Karachi Kings 168 for 6 (Irfan 48*, Mitchell 2-9, Rauf 2-40) beat Lahore Qalandars 160 for 8 (Naeem 65, Fakhar 51, Abbas 4-27) by 4 wickets
Karachi Kings clinched a thrilling final-over victory in a dramatic finish at the Gaddafi Stadium against arch-rivals Lahore Qalandars in their
PSL 2025 game on Sunday. In a game that finished past midnight after a 90-minute rain delay, Kings, who had been behind in the chase almost throughout, scored the last 48 runs in 16 balls after a clutch onslaught at the death from
Irfan Khan. In doing so, they leapfrogged Islamabad United to go up to
second on the table, leaving Qalandars vulnerable to yet another round-robin knockout.
Much of the chase was an exercise in improbability, though Kings did all the right things. Needing 168 in 15 overs with one fewer powerplay over thanks to the unexpected rain that descended upon the Lahore evening,
David Warner took down the normally miserly
Asif Afridi's second over, plundering 20 off it. Significantly, he would end up bowling just one more, a sequence of events that ended up with medium pacer
Daryl Mitchell needing to send down the final over.
Tim Seifert took on
Shaheen Shah Afridi, too, but with the baseline asking rate over 11, any passage of play where Qalandars could sneak a couple of tight overs in swung the contest wildly in their favour. As a result, despite Kings smashing 52 in the first four, when Qalandars did bowl three that yielded 23, and a few overs later another three which allowed just 22, the required rate ballooned to 16. The task was made even more unlikely by the important wickets the home side picked up; the top five had all been sent on their way, Irfan and
Mohammad Nabi the final roadblocks to a certain Qalandars triumph.
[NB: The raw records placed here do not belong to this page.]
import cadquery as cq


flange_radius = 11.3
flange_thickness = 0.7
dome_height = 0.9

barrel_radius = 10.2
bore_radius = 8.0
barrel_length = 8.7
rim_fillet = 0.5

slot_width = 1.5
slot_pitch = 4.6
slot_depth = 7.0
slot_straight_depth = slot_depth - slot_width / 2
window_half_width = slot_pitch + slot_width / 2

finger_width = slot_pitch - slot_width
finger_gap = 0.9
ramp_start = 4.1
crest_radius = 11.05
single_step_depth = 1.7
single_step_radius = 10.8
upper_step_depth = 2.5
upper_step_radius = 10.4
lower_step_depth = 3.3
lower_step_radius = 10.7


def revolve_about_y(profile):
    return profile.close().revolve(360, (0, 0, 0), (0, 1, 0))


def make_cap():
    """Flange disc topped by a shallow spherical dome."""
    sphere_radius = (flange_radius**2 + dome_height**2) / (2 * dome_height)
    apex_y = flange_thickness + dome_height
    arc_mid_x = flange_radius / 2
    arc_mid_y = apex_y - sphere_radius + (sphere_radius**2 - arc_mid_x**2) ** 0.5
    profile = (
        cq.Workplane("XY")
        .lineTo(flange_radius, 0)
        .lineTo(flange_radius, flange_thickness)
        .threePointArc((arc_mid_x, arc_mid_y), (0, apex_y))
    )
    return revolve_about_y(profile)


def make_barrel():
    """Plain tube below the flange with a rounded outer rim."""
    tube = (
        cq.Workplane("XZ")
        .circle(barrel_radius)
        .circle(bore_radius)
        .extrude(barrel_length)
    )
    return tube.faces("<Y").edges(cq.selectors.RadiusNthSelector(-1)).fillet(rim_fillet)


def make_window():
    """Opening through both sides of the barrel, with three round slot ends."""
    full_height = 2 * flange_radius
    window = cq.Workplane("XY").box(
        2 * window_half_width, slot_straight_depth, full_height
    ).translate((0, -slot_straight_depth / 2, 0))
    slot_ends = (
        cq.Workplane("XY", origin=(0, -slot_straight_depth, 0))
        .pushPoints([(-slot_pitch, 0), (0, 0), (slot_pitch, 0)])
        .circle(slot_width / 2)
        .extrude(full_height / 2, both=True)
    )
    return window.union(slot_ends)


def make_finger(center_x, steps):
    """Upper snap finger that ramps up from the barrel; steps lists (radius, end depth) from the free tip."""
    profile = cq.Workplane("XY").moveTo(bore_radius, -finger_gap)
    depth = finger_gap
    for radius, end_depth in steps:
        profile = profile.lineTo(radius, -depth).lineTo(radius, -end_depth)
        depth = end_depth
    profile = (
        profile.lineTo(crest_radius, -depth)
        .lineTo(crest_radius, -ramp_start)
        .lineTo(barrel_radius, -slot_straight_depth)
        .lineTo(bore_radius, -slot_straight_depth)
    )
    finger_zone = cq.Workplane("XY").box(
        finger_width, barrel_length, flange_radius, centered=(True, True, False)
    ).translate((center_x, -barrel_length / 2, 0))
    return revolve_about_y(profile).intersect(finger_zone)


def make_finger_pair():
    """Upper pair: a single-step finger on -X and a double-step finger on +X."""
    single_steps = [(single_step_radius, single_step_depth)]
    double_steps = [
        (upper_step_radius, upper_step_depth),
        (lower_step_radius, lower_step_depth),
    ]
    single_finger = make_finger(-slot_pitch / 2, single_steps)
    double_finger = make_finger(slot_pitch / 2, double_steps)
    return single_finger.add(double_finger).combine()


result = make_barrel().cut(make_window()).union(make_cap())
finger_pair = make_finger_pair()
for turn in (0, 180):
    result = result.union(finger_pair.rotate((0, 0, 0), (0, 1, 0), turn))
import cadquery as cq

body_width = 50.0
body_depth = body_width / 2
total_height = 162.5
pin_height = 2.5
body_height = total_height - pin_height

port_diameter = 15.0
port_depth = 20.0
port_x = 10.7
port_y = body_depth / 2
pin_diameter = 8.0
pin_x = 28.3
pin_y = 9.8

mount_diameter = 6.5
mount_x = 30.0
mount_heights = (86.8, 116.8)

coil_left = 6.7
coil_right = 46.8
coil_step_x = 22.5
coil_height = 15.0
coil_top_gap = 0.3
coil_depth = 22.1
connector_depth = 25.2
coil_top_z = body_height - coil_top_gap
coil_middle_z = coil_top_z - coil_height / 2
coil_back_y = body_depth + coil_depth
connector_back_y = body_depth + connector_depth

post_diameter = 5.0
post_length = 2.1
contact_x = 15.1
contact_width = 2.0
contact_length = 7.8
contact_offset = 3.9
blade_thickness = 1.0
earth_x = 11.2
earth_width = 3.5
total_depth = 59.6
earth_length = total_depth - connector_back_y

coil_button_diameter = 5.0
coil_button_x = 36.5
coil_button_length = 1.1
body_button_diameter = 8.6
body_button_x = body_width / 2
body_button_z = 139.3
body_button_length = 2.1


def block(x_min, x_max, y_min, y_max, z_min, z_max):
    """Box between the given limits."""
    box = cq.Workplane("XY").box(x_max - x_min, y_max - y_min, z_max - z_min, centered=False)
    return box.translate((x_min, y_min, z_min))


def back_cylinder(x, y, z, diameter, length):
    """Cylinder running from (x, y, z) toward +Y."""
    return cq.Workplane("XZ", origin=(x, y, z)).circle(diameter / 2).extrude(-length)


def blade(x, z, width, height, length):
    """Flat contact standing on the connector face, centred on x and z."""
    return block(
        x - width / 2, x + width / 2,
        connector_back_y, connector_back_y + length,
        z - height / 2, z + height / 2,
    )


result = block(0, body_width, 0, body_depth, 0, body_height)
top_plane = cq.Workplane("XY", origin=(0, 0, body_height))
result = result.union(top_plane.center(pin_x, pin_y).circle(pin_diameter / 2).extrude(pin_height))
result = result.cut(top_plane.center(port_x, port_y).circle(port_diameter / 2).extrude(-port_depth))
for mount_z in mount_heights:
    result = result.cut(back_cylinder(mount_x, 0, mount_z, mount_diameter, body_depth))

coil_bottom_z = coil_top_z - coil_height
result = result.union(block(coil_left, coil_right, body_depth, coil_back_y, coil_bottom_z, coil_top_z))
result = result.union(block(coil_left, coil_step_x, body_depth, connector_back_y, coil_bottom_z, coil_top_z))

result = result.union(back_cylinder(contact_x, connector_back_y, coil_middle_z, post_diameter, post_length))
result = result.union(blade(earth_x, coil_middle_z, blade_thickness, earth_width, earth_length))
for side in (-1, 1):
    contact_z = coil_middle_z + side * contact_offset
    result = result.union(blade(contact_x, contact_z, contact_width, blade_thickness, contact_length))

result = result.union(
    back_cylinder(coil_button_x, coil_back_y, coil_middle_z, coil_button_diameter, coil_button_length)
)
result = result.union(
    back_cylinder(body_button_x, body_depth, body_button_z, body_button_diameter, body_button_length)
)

And yet, that roadblock proved insurmountable. Irfan began the comeback by going after Qalandars captain Shaheen with three sixes in an over before Nabi helped him bleed a further 20 runs out of
Haris Rauf to suddenly bring the equation down to seven in a final over Mitchell had to bowl. Irfan, by now in the zone, lashed the third of those deliveries over long-off for six.
When, nearly five hours earlier, Qalandars had been inserted in what was assumed to be a full game, they begun so forebodingly that when the rain came in the eighth over, Kings would likely have accepted the point a washout would give them.
Mohammad Naeem struggled at the start of this tournament, but Qalandars have stuck by him, a faith he has gradually begun to repay. His languid excellence was in delightful evidence towards the tail-end of the powerplay, taking over the role of chief power hitter from
Fakhar Zaman. Nabi, the most economical spinner in the tournament, saw 15 come off the fifth over, before Hasan Ali was dispatched for another 22 as Qalandars surged to 69 off six, a wristy flick off the final delivery that flew over midwicket for six bringing up a 22-ball 50.
The end of the fielding restrictions made little impact on Naeem as another 13 were extracted from Nabi's second, but a game-turning moment was around the corner. Aamer Jamal drew Naeem into holing out at long-on with the heavens immediately opening up thereafter. When play did resume after a prolonged delay, Qalandars initially picked up where they left off thanks to Fakhar hitting his stride and a handy cameo from
Abdullah Shafique.
But
Abbas Afridi and
Mir Hamza were dragging Kings back into the contest. The pair picked up three wickets inside seven balls in the 11th and 12th overs, with Shafique, Mitchell and
Sam Billings all sent packing. A couple of overs later, Abbas produced another over that jabbed Qalandars twice; this time,
Sikandar Raza and Fakhar - having just crossed 50 - were taken out of the contest before the death in a passage of play that saw four more wickets fall in seven balls.
As a consequence, the last five produced a relatively modest 44 compared to what Naeem appeared to have promised the other side of the rain break. And, as Irfan showed them a couple of hours later, failing to cash in at the death can be a deadly error in T20 contests.